Related ToolsClaude

Anthropic's Interpretability Tools Can Now Peer Inside Google's Gemma 3

Anthropic
Image: Anthropic

What's actually happening inside a language model when it picks its next word? For most of the industry's history, the honest answer has been that nobody really knows - not even the teams who built the model. Anthropic's interpretability researchers just made that question a bit more answerable, and they did it by applying their tools to Google's Gemma 3, a model Anthropic didn't build.

The technique at the center of the research is called Natural Language Attribution, or NLA. Here's the problem it solves: when a large language model generates text, it runs your prompt through billions of mathematical operations organized around learned "features" - internal patterns that activate when the model encounters certain inputs. A feature might represent a concept like "financial risk," a grammatical pattern like "negation," or something harder to categorize. Normally, you see the output word but have no visibility into which features fired or how much each one shaped that specific choice.

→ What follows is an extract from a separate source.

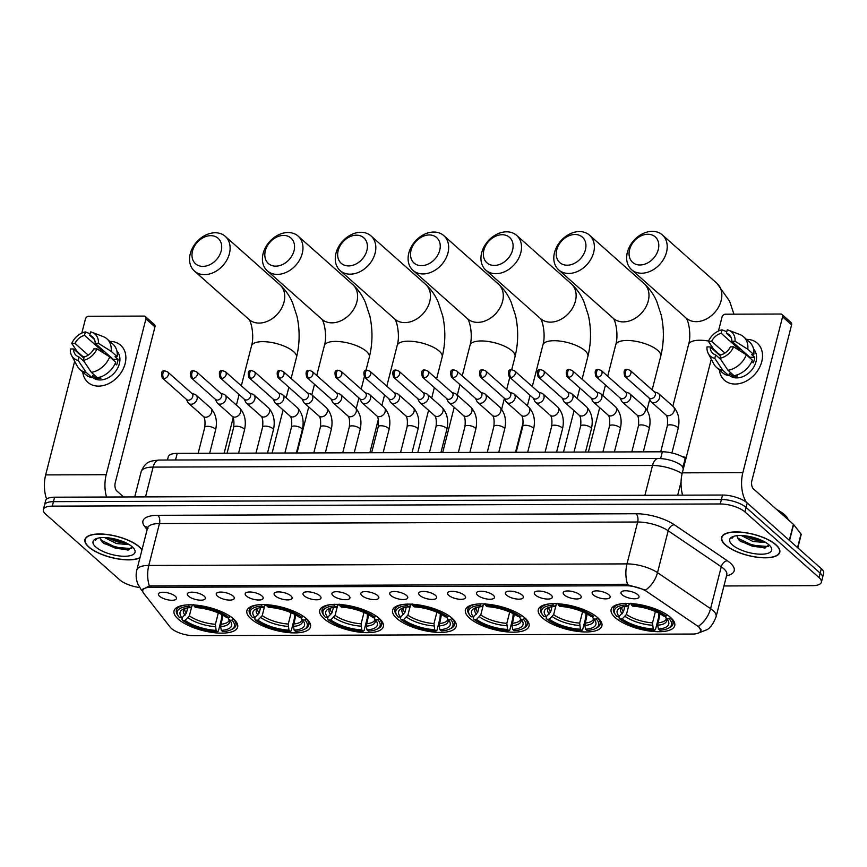 <?xml version="1.0" encoding="UTF-8"?>
<svg xmlns="http://www.w3.org/2000/svg" width="867" height="867" viewBox="0 0 867 867"><rect width="100%" height="100%" fill="white"/><g stroke="black" fill="none" stroke-linecap="round" stroke-linejoin="round"><path stroke-width="1.3" d="M379.204 618.42A32.816 11.975 -165.7 0 0 344.73 604.993A32.816 11.975 -165.7 0 0 319.75 610.401A32.816 11.975 -165.7 0 0 323.89 618.594A32.816 11.975 -165.7 0 0 358.374 632.021A32.816 11.975 -165.7 0 0 383.344 626.613A32.816 11.975 -165.7 0 0 379.204 618.42M597.753 617.716A32.816 11.975 -165.7 0 0 563.268 604.288A32.816 11.975 -165.7 0 0 538.299 609.696A32.816 11.975 -165.7 0 0 542.439 617.889A32.816 11.975 -165.7 0 0 576.913 631.317A32.816 11.975 -165.7 0 0 601.893 625.909A32.816 11.975 -165.7 0 0 597.753 617.716M524.903 617.943A32.816 11.975 -165.7 0 0 490.429 604.527A32.816 11.975 -165.7 0 0 465.449 609.934A32.816 11.975 -165.7 0 0 469.589 618.128A32.816 11.975 -165.7 0 0 504.074 631.544A32.816 11.975 -165.7 0 0 529.043 626.137A32.816 11.975 -165.7 0 0 524.903 617.943M452.054 618.182A32.816 11.975 -165.7 0 0 417.58 604.765A32.816 11.975 -165.7 0 0 392.599 610.173A32.816 11.975 -165.7 0 0 396.739 618.366A32.816 11.975 -165.7 0 0 431.224 631.783A32.816 11.975 -165.7 0 0 456.194 626.375A32.816 11.975 -165.7 0 0 452.054 618.182M306.354 618.659A32.816 11.975 -165.7 0 0 271.88 605.231A32.816 11.975 -165.7 0 0 246.911 610.639A32.816 11.975 -165.7 0 0 251.04 618.832A32.816 11.975 -165.7 0 0 285.525 632.26A32.816 11.975 -165.7 0 0 310.494 626.852A32.816 11.975 -165.7 0 0 306.354 618.659M233.505 618.886A32.816 11.975 -165.7 0 0 199.031 605.469A32.816 11.975 -165.7 0 0 174.061 610.877A32.816 11.975 -165.7 0 0 178.19 619.071A32.816 11.975 -165.7 0 0 212.675 632.498A32.816 11.975 -165.7 0 0 237.645 627.09A32.816 11.975 -165.7 0 0 233.505 618.886M670.603 617.477A32.816 11.975 -165.7 0 0 636.118 604.05A32.816 11.975 -165.7 0 0 611.148 609.458A32.816 11.975 -165.7 0 0 615.288 617.651A32.816 11.975 -165.7 0 0 649.762 631.078A32.816 11.975 -165.7 0 0 674.743 625.671A32.816 11.975 -165.7 0 0 670.603 617.477M593.288 594.892A9.288 3.392 14.3 0 1 592.562 591.868A9.288 3.392 14.3 0 1 600.235 591.218A9.288 3.392 14.3 0 1 608.937 594.849A9.288 3.392 14.3 0 1 610.054 596.323A9.288 3.392 14.3 0 1 604.071 598.804A9.288 3.392 14.3 0 1 593.288 594.892M564.374 594.99A9.288 3.392 14.3 0 1 563.648 591.966A9.288 3.392 14.3 0 1 571.331 591.305A9.288 3.392 14.3 0 1 580.034 594.935A9.288 3.392 14.3 0 1 581.139 596.42A9.288 3.392 14.3 0 1 575.168 598.902A9.288 3.392 14.3 0 1 564.374 594.99M535.459 595.087A9.288 3.392 14.3 0 1 534.744 592.053A9.288 3.392 14.3 0 1 542.417 591.402A9.288 3.392 14.3 0 1 551.119 595.033A9.288 3.392 14.3 0 1 552.236 596.518A9.288 3.392 14.3 0 1 546.253 598.999A9.288 3.392 14.3 0 1 535.459 595.087M506.556 595.174A9.288 3.392 14.3 0 1 505.829 592.15A9.288 3.392 14.3 0 1 513.513 591.489A9.288 3.392 14.3 0 1 522.205 595.12A9.288 3.392 14.3 0 1 523.321 596.604A9.288 3.392 14.3 0 1 517.35 599.086A9.288 3.392 14.3 0 1 506.556 595.174M477.641 595.271A9.288 3.392 14.3 0 1 476.926 592.248A9.288 3.392 14.3 0 1 484.599 591.587A9.288 3.392 14.3 0 1 493.301 595.217A9.288 3.392 14.3 0 1 494.418 596.702A9.288 3.392 14.3 0 1 488.435 599.184A9.288 3.392 14.3 0 1 477.641 595.271M448.738 595.358A9.288 3.392 14.3 0 1 448.011 592.334A9.288 3.392 14.3 0 1 455.695 591.684A9.288 3.392 14.3 0 1 464.387 595.315A9.288 3.392 14.3 0 1 465.503 596.799A9.288 3.392 14.3 0 1 459.521 599.27A9.288 3.392 14.3 0 1 448.738 595.358M419.823 595.456A9.288 3.392 14.3 0 1 419.108 592.432A9.288 3.392 14.3 0 1 426.781 591.771A9.288 3.392 14.3 0 1 435.483 595.401A9.288 3.392 14.3 0 1 436.6 596.886A9.288 3.392 14.3 0 1 430.617 599.368A9.288 3.392 14.3 0 1 419.823 595.456M390.919 595.553A9.288 3.392 14.3 0 1 390.193 592.519A9.288 3.392 14.3 0 1 397.866 591.868A9.288 3.392 14.3 0 1 406.569 595.499A9.288 3.392 14.3 0 1 407.685 596.984A9.288 3.392 14.3 0 1 401.703 599.465A9.288 3.392 14.3 0 1 390.919 595.553M362.005 595.64A9.288 3.392 14.3 0 1 361.279 592.616A9.288 3.392 14.3 0 1 368.963 591.966A9.288 3.392 14.3 0 1 377.665 595.596A9.288 3.392 14.3 0 1 378.771 597.07A9.288 3.392 14.3 0 1 372.799 599.552A9.288 3.392 14.3 0 1 362.005 595.64M333.091 595.737A9.288 3.392 14.3 0 1 332.375 592.714A9.288 3.392 14.3 0 1 340.048 592.053A9.288 3.392 14.3 0 1 348.751 595.683A9.288 3.392 14.3 0 1 349.867 597.168A9.288 3.392 14.3 0 1 343.885 599.65A9.288 3.392 14.3 0 1 333.091 595.737M304.187 595.835A9.288 3.392 14.3 0 1 303.461 592.8A9.288 3.392 14.3 0 1 311.145 592.15A9.288 3.392 14.3 0 1 319.836 595.781A9.288 3.392 14.3 0 1 320.953 597.265A9.288 3.392 14.3 0 1 314.981 599.747A9.288 3.392 14.3 0 1 304.187 595.835M275.272 595.922A9.288 3.392 14.3 0 1 274.557 592.898A9.288 3.392 14.3 0 1 282.23 592.248A9.288 3.392 14.3 0 1 290.933 595.878A9.288 3.392 14.3 0 1 292.049 597.352A9.288 3.392 14.3 0 1 286.067 599.834A9.288 3.392 14.3 0 1 275.272 595.922M246.369 596.019A9.288 3.392 14.3 0 1 245.643 592.995A9.288 3.392 14.3 0 1 253.327 592.334A9.288 3.392 14.3 0 1 262.018 595.965A9.288 3.392 14.3 0 1 263.135 597.45A9.288 3.392 14.3 0 1 257.152 599.931A9.288 3.392 14.3 0 1 246.369 596.019M217.454 596.117A9.288 3.392 14.3 0 1 216.739 593.082A9.288 3.392 14.3 0 1 224.412 592.432A9.288 3.392 14.3 0 1 233.115 596.062A9.288 3.392 14.3 0 1 234.231 597.547A9.288 3.392 14.3 0 1 228.249 600.029A9.288 3.392 14.3 0 1 217.454 596.117M188.551 596.203A9.288 3.392 14.3 0 1 187.825 593.18A9.288 3.392 14.3 0 1 195.498 592.519A9.288 3.392 14.3 0 1 204.2 596.149A9.288 3.392 14.3 0 1 205.316 597.634A9.288 3.392 14.3 0 1 199.334 600.116A9.288 3.392 14.3 0 1 188.551 596.203M159.636 596.301A9.288 3.392 14.3 0 1 158.91 593.277A9.288 3.392 14.3 0 1 166.594 592.616A9.288 3.392 14.3 0 1 175.297 596.247A9.288 3.392 14.3 0 1 176.402 597.731A9.288 3.392 14.3 0 1 170.431 600.213A9.288 3.392 14.3 0 1 159.636 596.301M622.192 594.805A9.288 3.392 14.3 0 1 621.476 591.771A9.288 3.392 14.3 0 1 629.149 591.121A9.288 3.392 14.3 0 1 637.852 594.751A9.288 3.392 14.3 0 1 638.968 596.236A9.288 3.392 14.3 0 1 632.986 598.718A9.288 3.392 14.3 0 1 622.192 594.805M696.873 625.541A16.711 6.102 14.3 0 1 698.499 626.787A16.711 6.102 14.3 0 1 700.601 630.97A16.711 6.102 14.3 0 1 692.538 634.048L193.655 635.663A16.711 6.102 14.3 0 1 170.246 627.242L143.684 593.299A16.711 6.102 14.3 0 1 142.773 590.373A16.711 6.102 14.3 0 1 150.847 587.295L626.353 585.756A16.711 6.102 14.3 0 1 646.945 591.673L696.873 625.541M167.429 460.03L168.252 456.779A18.575 6.773 14.3 0 1 177.226 453.365L662.345 451.794A18.575 6.773 14.3 0 1 685.233 458.361L685.895 458.806M775.987 544.79A30.02 10.957 -165.7 0 0 744.439 532.501A30.02 10.957 -165.7 0 0 721.582 537.453A30.02 10.957 -165.7 0 0 725.376 544.953A30.02 10.957 -165.7 0 0 756.924 557.232A30.02 10.957 -165.7 0 0 779.78 552.29A30.02 10.957 -165.7 0 0 775.987 544.79M141.993 549.776A30.02 10.957 -165.7 0 0 139.349 546.849A30.02 10.957 -165.7 0 0 107.801 534.571A30.02 10.957 -165.7 0 0 84.944 539.512A30.02 10.957 -165.7 0 0 88.727 547.012A30.02 10.957 -165.7 0 0 114.661 558.315A30.02 10.957 -165.7 0 0 139.945 557.817M142.741 590.514L142.741 589.419L149.352 585.929A21.664 11.661 -90.2 0 1 148.788 565.447L626.993 563.897A24.764 9.038 14.3 0 1 657.5 572.654L710.572 608.667A21.664 14.186 124.2 0 1 698.629 626.126L701.132 631.046M723.945 585.962L812.412 585.669A18.575 6.773 -165.7 0 0 821.374 582.245L823.65 573.315A18.575 6.773 -165.7 0 0 821.309 568.676L747.235 502.99A18.575 6.773 -165.7 0 0 722.547 495.035L54.588 497.192L53.451 501.657A18.575 6.773 -165.7 0 0 44.488 505.082A18.575 6.773 -165.7 0 1 53.451 501.657L721.409 499.5L53.451 501.657L52.313 506.133A18.575 6.773 -165.7 0 0 43.35 509.558A18.575 6.773 -165.7 0 0 45.691 514.185L119.765 579.871A18.575 6.773 -165.7 0 0 139.706 587.523M747.235 502.99L746.097 507.455A18.575 6.773 -165.7 0 0 721.409 499.5A18.575 6.773 -165.7 0 1 746.097 507.455L820.171 573.141L746.097 507.455L744.959 511.931A18.575 6.773 -165.7 0 0 720.271 503.965L52.313 506.133M822.512 577.78A18.575 6.773 -165.7 0 0 820.171 573.141A18.575 6.773 -165.7 0 1 822.512 577.78M149.352 585.929L625.898 584.271L645.612 590.069A21.664 14.186 124.2 0 0 657.5 572.654L668.186 530.767A24.764 9.038 -165.7 0 0 637.668 522.01L159.463 523.56A24.764 9.038 -165.7 0 0 147.509 528.122L147.542 527.331L148.073 528.187M821.374 582.245A18.575 6.773 -165.7 0 0 819.033 577.606L744.959 511.931M54.588 497.192A18.575 6.773 -165.7 0 0 45.626 500.617L43.35 509.558M725.636 544.953A29.716 10.838 -165.7 0 0 756.858 557.113A29.716 10.838 -165.7 0 0 779.476 552.214A29.716 10.838 -165.7 0 0 775.727 544.79A29.716 10.838 -165.7 0 0 744.504 532.631A29.716 10.838 -165.7 0 0 721.886 537.529A29.716 10.838 -165.7 0 0 725.636 544.953M788.233 519.734A30.952 11.293 -165.7 0 0 784.462 514.63A30.952 11.293 -165.7 0 0 776.724 509.525M737.069 535.687A15.476 5.646 -165.7 0 0 737.058 536.283L737.08 535.687M765.897 542.579L753.022 541.474L741.328 535.535M763.556 541.257L753.477 539.707L744.493 535.752M733.309 536.456L731.976 538.364L733.861 536.283M737.058 536.283L738.662 539.664L740.884 541.604L764.499 548.042L768.986 544.844M768.942 544.812A21.664 7.911 -165.7 0 0 750.389 536.684A21.664 7.911 -165.7 0 0 732.127 536.944A21.664 7.911 -165.7 0 0 732.42 544.931A21.664 7.911 -165.7 0 0 759.221 554.165A21.664 7.911 -165.7 0 0 770.763 546.795A21.664 7.911 -165.7 0 0 768.942 544.812M768.357 546.557L752.458 545.289L737.481 538.006M759.308 539.35L748.893 536.38M765.377 547.901L752.231 546.177L739.854 540.791M762.44 540.705L754.041 539.079L745.501 535.86M746.585 339.365A24.764 18.814 131.6 0 1 761.757 361.637A24.764 18.814 131.6 0 1 735.194 384.048A24.764 18.814 131.6 0 1 719.372 369.938A24.764 18.814 131.6 0 0 724.454 380.234A24.764 18.814 131.6 0 0 735.194 384.048A24.764 18.814 131.6 0 0 759.167 368.193A24.764 18.814 131.6 0 0 757.314 343.169A24.764 18.814 131.6 0 0 746.585 339.365A24.764 18.814 131.6 0 0 746.487 339.365A24.764 18.814 131.6 0 1 746.585 339.365M746.368 502.275A24.764 13.319 -90.2 0 1 742.846 472.645L782.576 316.813A3.1 2.352 -48.4 0 0 782.012 314.504A3.1 2.352 -48.4 0 0 780.679 314.027L725.365 314.201A3.1 2.352 -48.4 0 0 722.038 317.008L718.472 331.01M682.632 495.165A24.764 13.319 -90.2 0 1 682.318 472.84L711.287 359.187M713.639 349.954L713.779 349.39M782.012 314.504L791.051 322.513A3.1 2.352 131.6 0 1 791.604 324.822L751.884 480.654A6.188 3.327 89.8 0 0 753.466 488.912L793.392 524.307A3.1 1.127 14.3 0 1 793.608 524.535L801.021 534.007A3.1 1.127 14.3 0 1 801.184 534.549L797.803 547.836M731.119 337.458L726.383 333.253A12.376 9.407 131.6 0 1 729.223 334.814A12.376 9.407 131.6 0 1 731.835 341.251L749.901 357.28A12.376 9.407 -48.4 0 1 749.868 357.941M746.357 354.831L733.612 346.833L730.404 346.843A12.376 9.407 131.6 0 1 720.867 354.885L719.989 358.32L728.009 370.307L734.035 375.639A20.429 15.519 131.6 0 0 752.383 360.173L746.357 354.831A20.429 15.519 131.6 0 1 728.009 370.307M753.542 349A17.958 13.644 131.6 0 1 753.813 367.001A17.958 13.644 131.6 0 1 736.755 377.904A17.958 13.644 131.6 0 1 728.974 375.14L728.952 375.118M736.517 375.064L737.622 376.05A17.958 13.644 131.6 0 1 734.956 376.3A17.958 13.644 131.6 0 1 732.409 376.061L729.396 373.395L728.811 375.66A20.429 15.519 131.6 0 1 722.514 372.712L716.489 367.38A20.429 15.519 131.6 0 1 713.834 363.988L708.241 353.454A16.094 12.236 131.6 0 1 706.984 346.919L710.192 346.908L720.553 356.099M724.877 353.075L711.623 341.316L708.415 341.327L713.736 349.358L719.762 354.69L721.55 354.69M720.705 359.382L715.643 354.906L714.776 358.342L722.796 370.317L728.811 375.66M722.796 370.317A20.429 15.519 131.6 0 1 716.489 367.38M733.612 346.833A16.094 12.236 131.6 0 1 719.989 358.32M714.776 358.342A16.094 12.236 131.6 0 1 708.241 353.454M708.415 341.327A16.094 12.236 131.6 0 1 722.038 329.839L721.16 333.275L739.226 349.293A12.376 9.407 -48.4 0 1 740.591 349.022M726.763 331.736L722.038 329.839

NLA traces that path. For each token (a word or word fragment) a model generates, it identifies which internal features contributed most and expresses those contributions in human-readable language rather than raw activation numbers. The shift from "feature 4,271 had activation 0.87" to something meaningful - the model strongly weighted a concept related to legal liability, for instance - is what makes the approach practically useful for diagnosing why a model behaves the way it does.

Why Testing on Gemma 3 Is Significant

Anthropic's interpretability work has historically focused on its own models, particularly Claude. Applying NLA to Gemma 3, Google's open-source model, extends the research in a useful direction. Because Gemma 3's weights are publicly available - anyone can download and run the full model - independent researchers can verify, reproduce, or build on these findings in ways that aren't possible with closed commercial models accessible only through an API.

There's also a practical reason Gemma 3 is a good test case: it's competitive. The model performs well on many benchmarks relative to models significantly larger in parameter count, so findings here apply to a capable, real-world system.

What This Means for Developers

For developers building on open-source models, better interpretability tools mean a cleaner path to diagnosing specific failures. When a model consistently hallucinates in a certain domain or produces wrong outputs on a particular reasoning pattern, NLA gives a way to identify which internal features are driving that behavior - rather than guessing at causes from the output symptoms alone.

For the field, the more consequential implication is that interpretability research is becoming less lab-specific. When techniques developed at one lab can be meaningfully applied to models from another, findings generalize instead of remaining siloed. Testing across model families rather than within a single organization's models is how the field actually makes progress.